TASK DIRECTIONS
Line by line, copy the records below exactly and leave the pictures out.

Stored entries
----

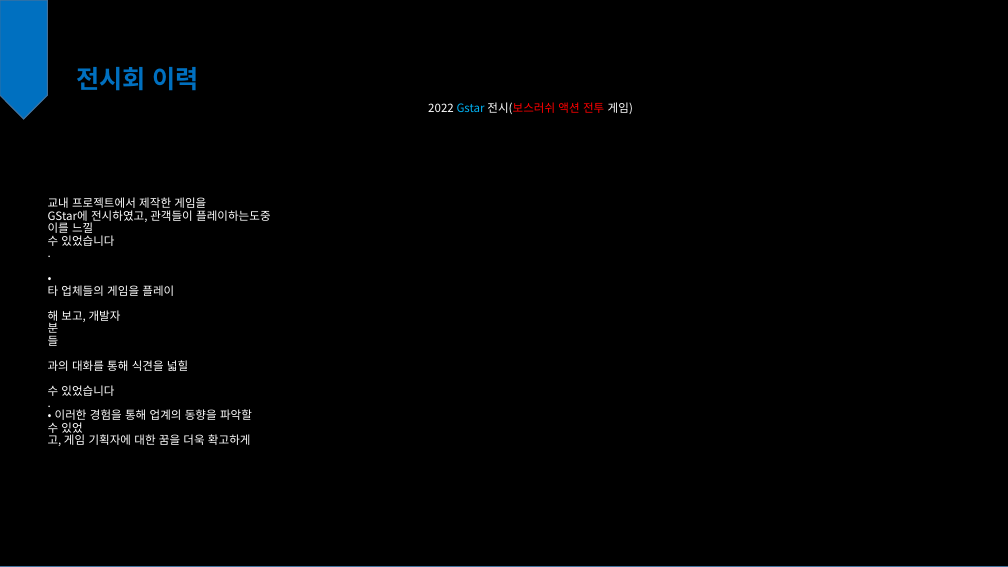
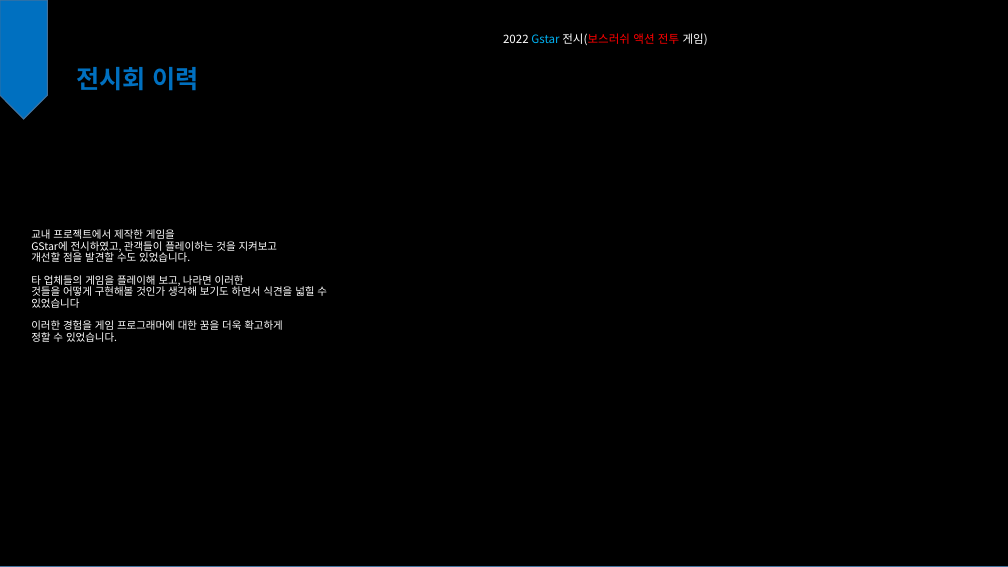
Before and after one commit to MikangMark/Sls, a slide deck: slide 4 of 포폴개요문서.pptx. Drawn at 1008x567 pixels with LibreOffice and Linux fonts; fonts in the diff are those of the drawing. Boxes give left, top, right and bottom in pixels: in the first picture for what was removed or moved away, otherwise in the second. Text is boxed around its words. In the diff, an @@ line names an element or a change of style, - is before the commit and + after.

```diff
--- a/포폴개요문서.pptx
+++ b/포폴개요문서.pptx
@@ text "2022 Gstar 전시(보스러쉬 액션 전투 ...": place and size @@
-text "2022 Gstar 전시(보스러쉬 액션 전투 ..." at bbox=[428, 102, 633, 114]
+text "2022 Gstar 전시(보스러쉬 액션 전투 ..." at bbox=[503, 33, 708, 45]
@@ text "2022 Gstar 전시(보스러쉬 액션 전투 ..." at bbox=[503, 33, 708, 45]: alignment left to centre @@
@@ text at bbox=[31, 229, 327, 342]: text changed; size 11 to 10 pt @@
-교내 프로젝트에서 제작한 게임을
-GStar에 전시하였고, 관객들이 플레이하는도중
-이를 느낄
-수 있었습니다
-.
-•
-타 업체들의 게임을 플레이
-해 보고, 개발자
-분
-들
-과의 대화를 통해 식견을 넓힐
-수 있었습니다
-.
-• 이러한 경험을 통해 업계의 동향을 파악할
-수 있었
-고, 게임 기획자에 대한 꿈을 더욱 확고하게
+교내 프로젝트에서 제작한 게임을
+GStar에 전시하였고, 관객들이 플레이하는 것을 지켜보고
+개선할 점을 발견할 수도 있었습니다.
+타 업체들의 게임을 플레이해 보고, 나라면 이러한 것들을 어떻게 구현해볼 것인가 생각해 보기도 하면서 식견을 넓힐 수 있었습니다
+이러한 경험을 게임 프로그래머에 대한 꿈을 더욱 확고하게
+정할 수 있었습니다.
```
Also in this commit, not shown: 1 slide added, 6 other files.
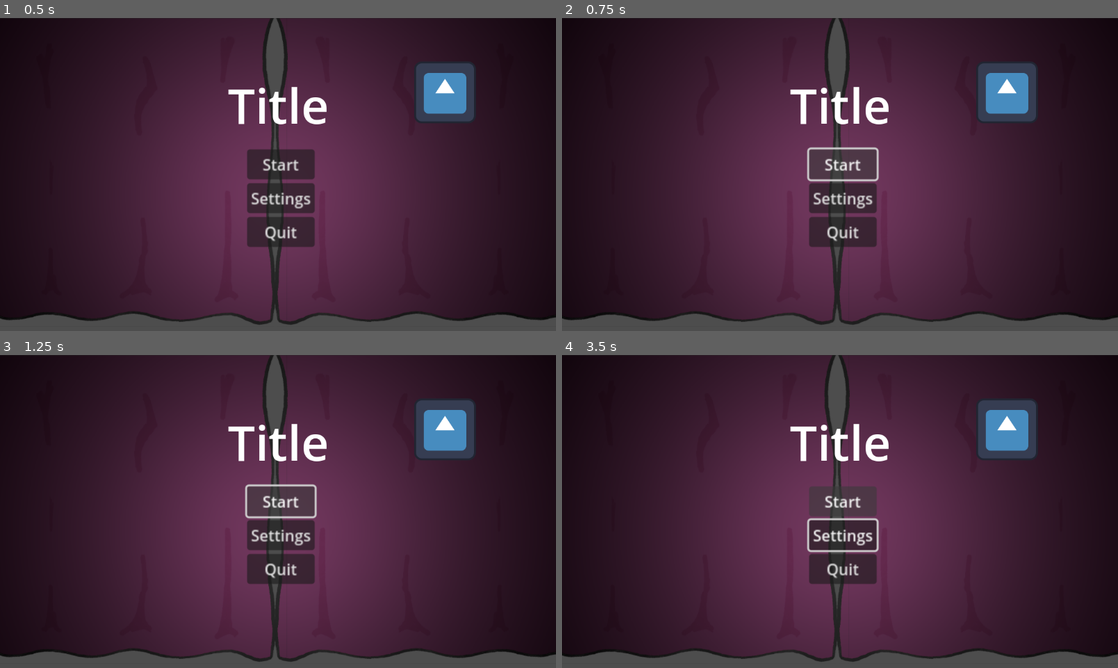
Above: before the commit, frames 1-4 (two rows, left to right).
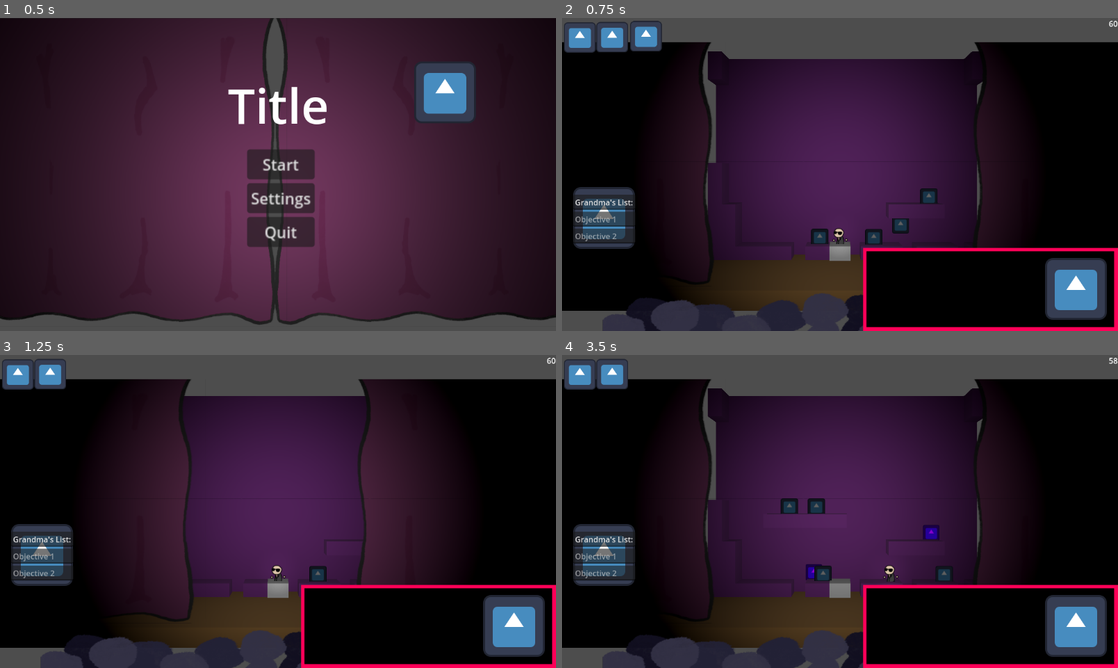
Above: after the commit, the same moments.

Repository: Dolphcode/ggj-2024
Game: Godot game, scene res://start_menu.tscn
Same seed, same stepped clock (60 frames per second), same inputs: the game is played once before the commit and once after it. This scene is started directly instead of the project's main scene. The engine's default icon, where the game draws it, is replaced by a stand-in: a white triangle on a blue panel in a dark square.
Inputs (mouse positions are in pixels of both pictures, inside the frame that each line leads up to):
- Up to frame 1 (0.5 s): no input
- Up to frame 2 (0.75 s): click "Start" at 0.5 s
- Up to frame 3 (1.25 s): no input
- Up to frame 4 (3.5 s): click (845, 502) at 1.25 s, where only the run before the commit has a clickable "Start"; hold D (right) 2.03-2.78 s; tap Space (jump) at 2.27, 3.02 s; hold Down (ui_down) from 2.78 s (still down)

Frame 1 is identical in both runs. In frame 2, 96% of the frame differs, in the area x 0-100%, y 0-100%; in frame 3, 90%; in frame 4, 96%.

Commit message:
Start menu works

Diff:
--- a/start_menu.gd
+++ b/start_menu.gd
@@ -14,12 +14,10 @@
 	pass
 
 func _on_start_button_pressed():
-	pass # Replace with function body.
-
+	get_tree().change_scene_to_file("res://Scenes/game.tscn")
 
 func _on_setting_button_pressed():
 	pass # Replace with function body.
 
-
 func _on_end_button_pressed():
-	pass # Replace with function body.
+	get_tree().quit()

----

SOLUTION FOR THIS PROBLEM
Before and after one commit to MikangMark/Sls, a slide deck: slide 4 of 포폴개요문서.pptx. Drawn at 1008x567 pixels with LibreOffice and Linux fonts; fonts in the diff are those of the drawing. Boxes give left, top, right and bottom in pixels: in the first picture for what was removed or moved away, otherwise in the second. Text is boxed around its words. In the diff, an @@ line names an element or a change of style, - is before the commit and + after.

```diff
--- a/포폴개요문서.pptx
+++ b/포폴개요문서.pptx
@@ text "2022 Gstar 전시(보스러쉬 액션 전투 ...": place and size @@
-text "2022 Gstar 전시(보스러쉬 액션 전투 ..." at bbox=[428, 102, 633, 114]
+text "2022 Gstar 전시(보스러쉬 액션 전투 ..." at bbox=[503, 33, 708, 45]
@@ text "2022 Gstar 전시(보스러쉬 액션 전투 ..." at bbox=[503, 33, 708, 45]: alignment left to centre @@
@@ text at bbox=[31, 229, 327, 342]: text changed; size 11 to 10 pt @@
-교내 프로젝트에서 제작한 게임을
-GStar에 전시하였고, 관객들이 플레이하는도중
-이를 느낄
-수 있었습니다
-.
-•
-타 업체들의 게임을 플레이
-해 보고, 개발자
-분
-들
-과의 대화를 통해 식견을 넓힐
-수 있었습니다
-.
-• 이러한 경험을 통해 업계의 동향을 파악할
-수 있었
-고, 게임 기획자에 대한 꿈을 더욱 확고하게
+교내 프로젝트에서 제작한 게임을
+GStar에 전시하였고, 관객들이 플레이하는 것을 지켜보고
+개선할 점을 발견할 수도 있었습니다.
+타 업체들의 게임을 플레이해 보고, 나라면 이러한 것들을 어떻게 구현해볼 것인가 생각해 보기도 하면서 식견을 넓힐 수 있었습니다
+이러한 경험을 게임 프로그래머에 대한 꿈을 더욱 확고하게
+정할 수 있었습니다.
```
Also in this commit, not shown: 1 slide added, 6 other files.
Above: before the commit, frames 1-4 (two rows, left to right).
Above: after the commit, the same moments.

Repository: Dolphcode/ggj-2024
Game: Godot game, scene res://start_menu.tscn
Same seed, same stepped clock (60 frames per second), same inputs: the game is played once before the commit and once after it. This scene is started directly instead of the project's main scene. The engine's default icon, where the game draws it, is replaced by a stand-in: a white triangle on a blue panel in a dark square.
Inputs (mouse positions are in pixels of both pictures, inside the frame that each line leads up to):
- Up to frame 1 (0.5 s): no input
- Up to frame 2 (0.75 s): click "Start" at 0.5 s
- Up to frame 3 (1.25 s): no input
- Up to frame 4 (3.5 s): click (845, 502) at 1.25 s, where only the run before the commit has a clickable "Start"; hold D (right) 2.03-2.78 s; tap Space (jump) at 2.27, 3.02 s; hold Down (ui_down) from 2.78 s (still down)

Frame 1 is identical in both runs. In frame 2, 96% of the frame differs, in the area x 0-100%, y 0-100%; in frame 3, 90%; in frame 4, 96%.

Commit message:
Start menu works

Diff:
--- a/start_menu.gd
+++ b/start_menu.gd
@@ -14,12 +14,10 @@
 	pass
 
 func _on_start_button_pressed():
-	pass # Replace with function body.
-
+	get_tree().change_scene_to_file("res://Scenes/game.tscn")
 
 func _on_setting_button_pressed():
 	pass # Replace with function body.
 
-
 func _on_end_button_pressed():
-	pass # Replace with function body.
+	get_tree().quit()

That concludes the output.